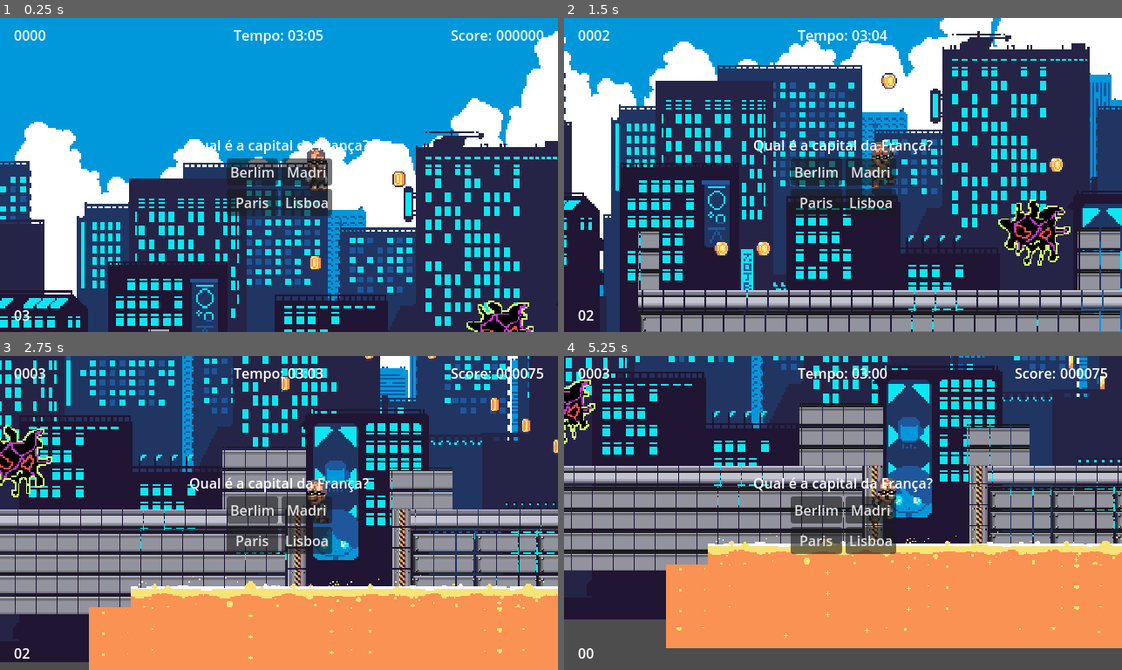
Above: before the commit, frames 1-4 (two rows, left to right).
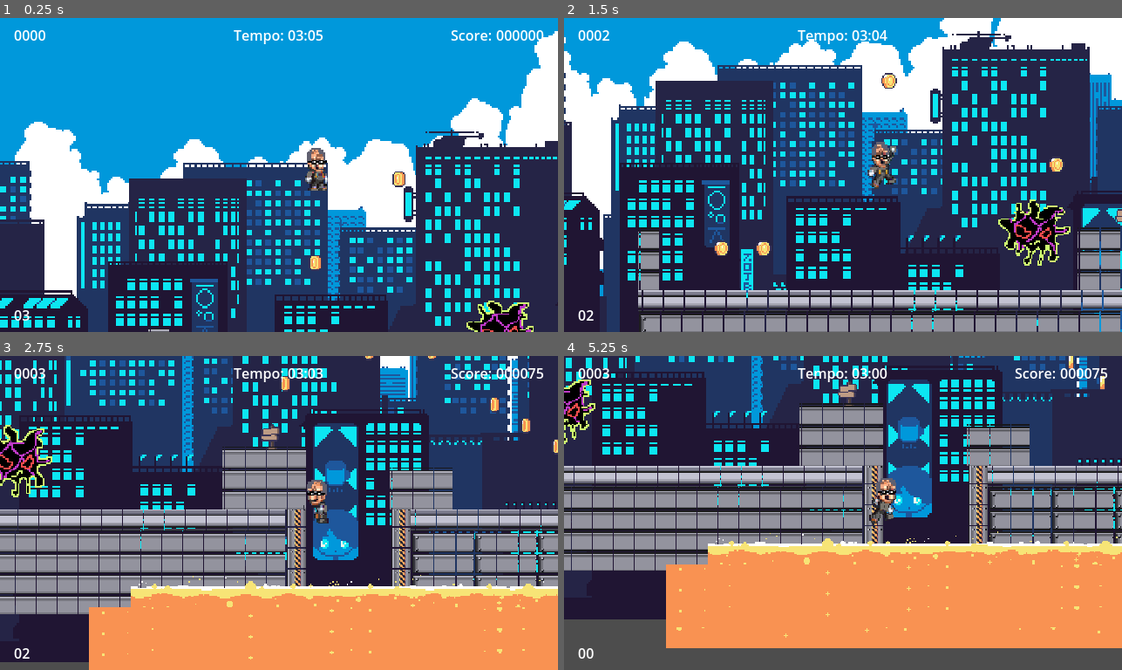
Above: after the commit, the same moments.

Repository: gabriiellrss/SuperZe
Game: Godot game, scene res://world-01.tscn
Two runs of this game, one before a commit and one after it. Both use one fixed random seed, a clock stepped at 60 frames per second and the inputs below.
Inputs:
- Up to frame 1 (0.25 s): no input
- Up to frame 2 (1.5 s): hold D (move_right) from 0.53 s (still down); tap Space (jump) at 0.77 s
- Up to frame 3 (2.75 s): tap Space (jump) at 1.52 s; release D (move_right) at 2.03 s; hold A (move_left) from 2.03 s (still down)
- Up to frame 4 (5.25 s): release A (move_left) at 2.78 s; hold D (move_right) 2.78-4.28 s; tap Space (jump) at 3.02, 3.77, 4.52 s; hold A (move_left) 4.28-5.03 s; hold D (move_right) from 5.03 s (still down)

The runs differ from the first frame. In frame 1, 3.4% of the frame differs, in the area x 36-66%, y 38-64%; in frame 2, 2.8%; in frame 3, 3.2%; in frame 4, 3.2%.

Commit message:
Testedada

Diff:
--- a/cenas/checkpoint.gd
+++ b/cenas/checkpoint.gd
@@ -5,8 +5,8 @@
 @onready var quiz_control: Control = $"../perguntas/Control"
 
 func _on_body_entered(body: Node2D) -> void:
-	quiz_control.visible = true
-	quiz_control.process_mode = Node.PROCESS_MODE_ALWAYS  # 🔥 Reativa os botões
+	#quiz_control.visible = true
+	#quiz_control.process_mode = Node.PROCESS_MODE_ALWAYS  # 🔥 Reativa os botões
 
 	if body.name != "player" or is_active:
 		return
--- /dev/null
+++ b/cenas/title_screen.tscn
@@ -0,0 +1,37 @@
+[gd_scene format=3 uid="uid://gwnx6jkxemnm"]
+
+[node name="TitleScreen" type="Control"]
+layout_mode = 3
+anchors_preset = 15
+anchor_right = 1.0
+anchor_bottom = 1.0
+grow_horizontal = 2
+grow_vertical = 2
+
+[node name="bg" type="TextureRect" parent="."]
+layout_mode = 0
+offset_right = 40.0
+offset_bottom = 40.0
+
+[node name="MarginContainer" type="MarginContainer" parent="."]
+layout_mode = 0
+offset_right = 40.0
+offset_bottom = 40.0
+
+[node name="HBoxContainer" type="HBoxContainer" parent="MarginContainer"]
+layout_mode = 2
+
+[node name="VBoxContainer" type="VBoxContainer" parent="MarginContainer/HBoxContainer"]
+layout_mode = 2
+
+[node name="TextureRect" type="TextureRect" parent="MarginContainer/HBoxContainer/VBoxContainer"]
+layout_mode = 2
+
+[node name="start_btn" type="Button" parent="MarginContainer/HBoxContainer/VBoxContainer"]
+layout_mode = 2
+
+[node name="credits_btn" type="Button" parent="MarginContainer/HBoxContainer/VBoxContainer"]
+layout_mode = 2
+
+[node name="quit_btn" type="Button" parent="MarginContainer/HBoxContainer/VBoxContainer"]
+layout_mode = 2
--- a/world-01.tscn
+++ b/world-01.tscn
@@ -16,7 +16,6 @@
 [ext_resource type="Texture2D" uid="uid://cymb5uau8w0o2" path="res://assets/free-city-backgrounds-pixel-art/city 5/5.png" id="12_77i5e"]
 [ext_resource type="Script" uid="uid://bgdqpjgiu420q" path="res://control.gd" id="13_15fco"]
 [ext_resource type="Texture2D" uid="uid://0y5y2rjwls3v" path="res://assets/objects/coin_gold.png" id="13_idak8"]
-[ext_resource type="PackedScene" uid="uid://dspxupkfjtiid" path="res://cenas/perguntas.tscn" id="15_sh6vd"]
 [ext_resource type="PackedScene" uid="uid://cwv1uk8q8dnkw" path="res://cenas/pause_menu.tscn" id="16_77i5e"]
 [ext_resource type="PackedScene" uid="uid://dsovspxvlq31f" path="res://cenas/transition.tscn" id="18_yl2io"]
 
@@ -710,13 +709,8 @@
 [node name="world" type="Node2D"]
 script = ExtResource("1_w8loh")
 
-[node name="perguntas" type="CanvasLayer" parent="."]
-
-[node name="Control" parent="perguntas" instance=ExtResource("15_sh6vd")]
-
 [node name="checkpoint" parent="." instance=ExtResource("1_ecmfo")]
-visible = false
-position = Vector2(373, 230)
+position = Vector2(373, 226)
 
 [node name="AreaDanger" type="Area2D" parent="."]
 position = Vector2(434, 356)
--- a/world-02.tscn
+++ b/world-02.tscn
@@ -8,7 +8,7 @@
 [ext_resource type="PackedScene" uid="uid://cfxjwip0qv2ui" path="res://cenas/virus.tscn" id="5_li56n"]
 [ext_resource type="PackedScene" uid="uid://de1olpkswj3g3" path="res://virus_4.tscn" id="6_gm7hu"]
 [ext_resource type="PackedScene" uid="uid://cu5boo61t28hl" path="res://virus_5.tscn" id="7_r2i50"]
-[ext_resource type="PackedScene" uid="uid://dv1abdnr2w04x" path="res://cenas/player.tscn" id="8_33wjk"]
+[ext_resource type="PackedScene" uid="uid://dv1abdnr2w04x" path="res://player.tscn" id="8_33wjk"]
 [ext_resource type="Script" uid="uid://bgdqpjgiu420q" path="res://control.gd" id="9_fw8vh"]
 [ext_resource type="Texture2D" uid="uid://0y5y2rjwls3v" path="res://assets/objects/coin_gold.png" id="10_li56n"]
 [ext_resource type="PackedScene" uid="uid://cwv1uk8q8dnkw" path="res://cenas/pause_menu.tscn" id="11_gm7hu"]
Not shown: 1 places in world-01.tscn that only renumber resources
- - - - - - -
How to complete this task
Take the listing and print it again exactly, but without any pictures.

Answer to the problem
Above: before the commit, frames 1-4 (two rows, left to right).
Above: after the commit, the same moments.

Repository: gabriiellrss/SuperZe
Game: Godot game, scene res://world-01.tscn
Two runs of this game, one before a commit and one after it. Both use one fixed random seed, a clock stepped at 60 frames per second and the inputs below.
Inputs:
- Up to frame 1 (0.25 s): no input
- Up to frame 2 (1.5 s): hold D (move_right) from 0.53 s (still down); tap Space (jump) at 0.77 s
- Up to frame 3 (2.75 s): tap Space (jump) at 1.52 s; release D (move_right) at 2.03 s; hold A (move_left) from 2.03 s (still down)
- Up to frame 4 (5.25 s): release A (move_left) at 2.78 s; hold D (move_right) 2.78-4.28 s; tap Space (jump) at 3.02, 3.77, 4.52 s; hold A (move_left) 4.28-5.03 s; hold D (move_right) from 5.03 s (still down)

The runs differ from the first frame. In frame 1, 3.4% of the frame differs, in the area x 36-66%, y 38-64%; in frame 2, 2.8%; in frame 3, 3.2%; in frame 4, 3.2%.

Commit message:
Testedada

Diff:
--- a/cenas/checkpoint.gd
+++ b/cenas/checkpoint.gd
@@ -5,8 +5,8 @@
 @onready var quiz_control: Control = $"../perguntas/Control"
 
 func _on_body_entered(body: Node2D) -> void:
-	quiz_control.visible = true
-	quiz_control.process_mode = Node.PROCESS_MODE_ALWAYS  # 🔥 Reativa os botões
+	#quiz_control.visible = true
+	#quiz_control.process_mode = Node.PROCESS_MODE_ALWAYS  # 🔥 Reativa os botões
 
 	if body.name != "player" or is_active:
 		return
--- /dev/null
+++ b/cenas/title_screen.tscn
@@ -0,0 +1,37 @@
+[gd_scene format=3 uid="uid://gwnx6jkxemnm"]
+
+[node name="TitleScreen" type="Control"]
+layout_mode = 3
+anchors_preset = 15
+anchor_right = 1.0
+anchor_bottom = 1.0
+grow_horizontal = 2
+grow_vertical = 2
+
+[node name="bg" type="TextureRect" parent="."]
+layout_mode = 0
+offset_right = 40.0
+offset_bottom = 40.0
+
+[node name="MarginContainer" type="MarginContainer" parent="."]
+layout_mode = 0
+offset_right = 40.0
+offset_bottom = 40.0
+
+[node name="HBoxContainer" type="HBoxContainer" parent="MarginContainer"]
+layout_mode = 2
+
+[node name="VBoxContainer" type="VBoxContainer" parent="MarginContainer/HBoxContainer"]
+layout_mode = 2
+
+[node name="TextureRect" type="TextureRect" parent="MarginContainer/HBoxContainer/VBoxContainer"]
+layout_mode = 2
+
+[node name="start_btn" type="Button" parent="MarginContainer/HBoxContainer/VBoxContainer"]
+layout_mode = 2
+
+[node name="credits_btn" type="Button" parent="MarginContainer/HBoxContainer/VBoxContainer"]
+layout_mode = 2
+
+[node name="quit_btn" type="Button" parent="MarginContainer/HBoxContainer/VBoxContainer"]
+layout_mode = 2
--- a/world-01.tscn
+++ b/world-01.tscn
@@ -16,7 +16,6 @@
 [ext_resource type="Texture2D" uid="uid://cymb5uau8w0o2" path="res://assets/free-city-backgrounds-pixel-art/city 5/5.png" id="12_77i5e"]
 [ext_resource type="Script" uid="uid://bgdqpjgiu420q" path="res://control.gd" id="13_15fco"]
 [ext_resource type="Texture2D" uid="uid://0y5y2rjwls3v" path="res://assets/objects/coin_gold.png" id="13_idak8"]
-[ext_resource type="PackedScene" uid="uid://dspxupkfjtiid" path="res://cenas/perguntas.tscn" id="15_sh6vd"]
 [ext_resource type="PackedScene" uid="uid://cwv1uk8q8dnkw" path="res://cenas/pause_menu.tscn" id="16_77i5e"]
 [ext_resource type="PackedScene" uid="uid://dsovspxvlq31f" path="res://cenas/transition.tscn" id="18_yl2io"]
 
@@ -710,13 +709,8 @@
 [node name="world" type="Node2D"]
 script = ExtResource("1_w8loh")
 
-[node name="perguntas" type="CanvasLayer" parent="."]
-
-[node name="Control" parent="perguntas" instance=ExtResource("15_sh6vd")]
-
 [node name="checkpoint" parent="." instance=ExtResource("1_ecmfo")]
-visible = false
-position = Vector2(373, 230)
+position = Vector2(373, 226)
 
 [node name="AreaDanger" type="Area2D" parent="."]
 position = Vector2(434, 356)
--- a/world-02.tscn
+++ b/world-02.tscn
@@ -8,7 +8,7 @@
 [ext_resource type="PackedScene" uid="uid://cfxjwip0qv2ui" path="res://cenas/virus.tscn" id="5_li56n"]
 [ext_resource type="PackedScene" uid="uid://de1olpkswj3g3" path="res://virus_4.tscn" id="6_gm7hu"]
 [ext_resource type="PackedScene" uid="uid://cu5boo61t28hl" path="res://virus_5.tscn" id="7_r2i50"]
-[ext_resource type="PackedScene" uid="uid://dv1abdnr2w04x" path="res://cenas/player.tscn" id="8_33wjk"]
+[ext_resource type="PackedScene" uid="uid://dv1abdnr2w04x" path="res://player.tscn" id="8_33wjk"]
 [ext_resource type="Script" uid="uid://bgdqpjgiu420q" path="res://control.gd" id="9_fw8vh"]
 [ext_resource type="Texture2D" uid="uid://0y5y2rjwls3v" path="res://assets/objects/coin_gold.png" id="10_li56n"]
 [ext_resource type="PackedScene" uid="uid://cwv1uk8q8dnkw" path="res://cenas/pause_menu.tscn" id="11_gm7hu"]
Not shown: 1 places in world-01.tscn that only renumber resources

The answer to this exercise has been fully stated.